Youtube’s step to add Hindi auto-captioning is said to finally benefit hearing-impaired individuals who can now listen to Hindi-language content.
Hindi subtitles have been added to some videos by the creators who have made them available but since this feature requires payments to enable Hindi transcription of the content, many have chosen to steer away from doing so.
Until this point, English auto-captioning had been enabled for all videos since 2010 but this feature was not available for Hindi content. It is surprising that it took so long for Hindi captions to become available considering that there is a significant percentage of Hindi speaking Indian viewers on Youtube. Furthermore, speakers of other regional languages of India also make up a large section of the Youtube viewers.
What does the inclusion of Hindi captions mean?
Hindi captioning, especially auto-captioning for videos, has become more common, thanks to platforms like Google. The presence of transcription in Hindi on Google Translate hinted at this earlier.

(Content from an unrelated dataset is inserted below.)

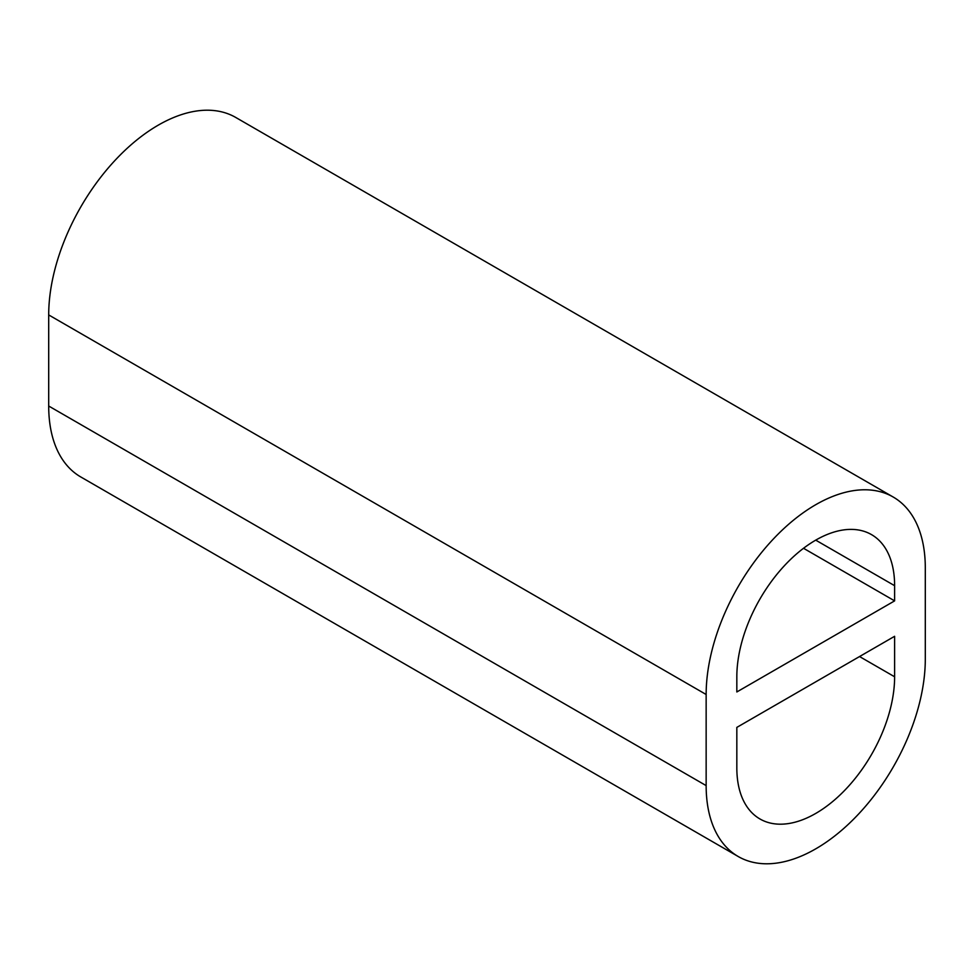 <?xml version="1.0" encoding="UTF-8"?>
<svg xmlns="http://www.w3.org/2000/svg" width="974" height="974" viewBox="0 0 974 974"><rect width="100%" height="100%" fill="white"/><g stroke="black" fill="none" stroke-linecap="round" stroke-linejoin="round"><path stroke-width="1.46" d="M893.207 497.032L235.757 117.464A154.963 89.474 120 0 0 116.344 158.981A154.963 89.474 120 0 0 48.7 314.931L48.7 406.024A154.963 89.474 120 0 0 80.793 476.968L738.243 856.536A154.963 89.474 120 0 0 857.656 815.019A154.963 89.474 120 0 0 925.3 659.069L925.3 567.976A154.963 89.474 120 0 0 893.207 497.032A154.963 89.474 120 0 0 773.794 538.549A154.963 89.474 120 0 0 706.15 694.499L706.15 785.604A154.963 89.474 120 0 0 738.243 856.536M736.831 727.395L894.619 636.302L894.619 676.784A111.572 64.418 120 0 1 845.919 789.074A111.572 64.418 120 0 1 759.939 818.964A111.572 64.418 120 0 1 736.831 767.889L736.831 727.395M894.619 585.691A111.572 64.418 120 0 0 871.511 534.616A111.572 64.418 120 0 0 785.531 564.506A111.572 64.418 120 0 0 736.831 676.784L736.831 691.966L894.619 600.873L894.619 585.691L815.725 540.144M803.526 548.277L894.619 600.873M48.7 314.931L706.15 694.499M48.7 406.024L706.15 785.604M859.555 656.549L894.619 676.784"/></g></svg>

Now, with the introduction of auto-captioning for Hindi videos, it suggests that there is enough data on Hindi speech to provide accurate captions. This reflects a broader trend of increasing language data availability for Indian languages.
Before the rise of generative Artificial Intelligence, platforms like YouTube utilized voice recognition for accessibility. However, implementing this technology becomes challenging for languages with limited online representation.
Why did it take so long for Hindi auto captioning to become available on Youtube?
According to Mayuresh Nirhali from Reverie, a company addressing issues related to Indian languages on the Internet, solving the speech-to-text problem requires a substantial amount of Hindi speech data along with accurate transcripts. Artificial intelligence models then learn from this data to perform speech-to-text tasks effectively.
Developing AI-enabled services like speech recognition for Indian languages is particularly difficult due to several challenges including inconsistent encoding of text online, as well as regional variations in spelling and pronunciation.
With English Youtube videos themselves, there are notable errors in auto-captioning. Even after 13 years, it has not been perfected. A lot of words are mistaken and autocaptioning in many songs is erroneous. Accuracy issues still exist in the most popular language. When the speech-to-text AI fails to catch the right word, it either uses a mistakenly similar-sounding word or just leaves it empty. This highlights the need for better captioning, particularly to benefit hearing-impaired individuals, since even now auto-captions cannot be relied upon.
The accuracy issue
The accuracy issue exists because of the lack of data input fed to the technology on colloquial and lesser-known dialects and slang words. Speech-to-text AI models are not well-versed in realistically spoken tongues on the ground. These models do not understand the nuances of mixed languages and the intermingling of words from other languages and dialects and hence fail to accurately caption the speech.
The accuracy issues in widely spoken languages like English emphasize the continuous efforts required to refine and enhance captioning technologies to ensure accurate and inclusive representation of diverse linguistic expressions in online content.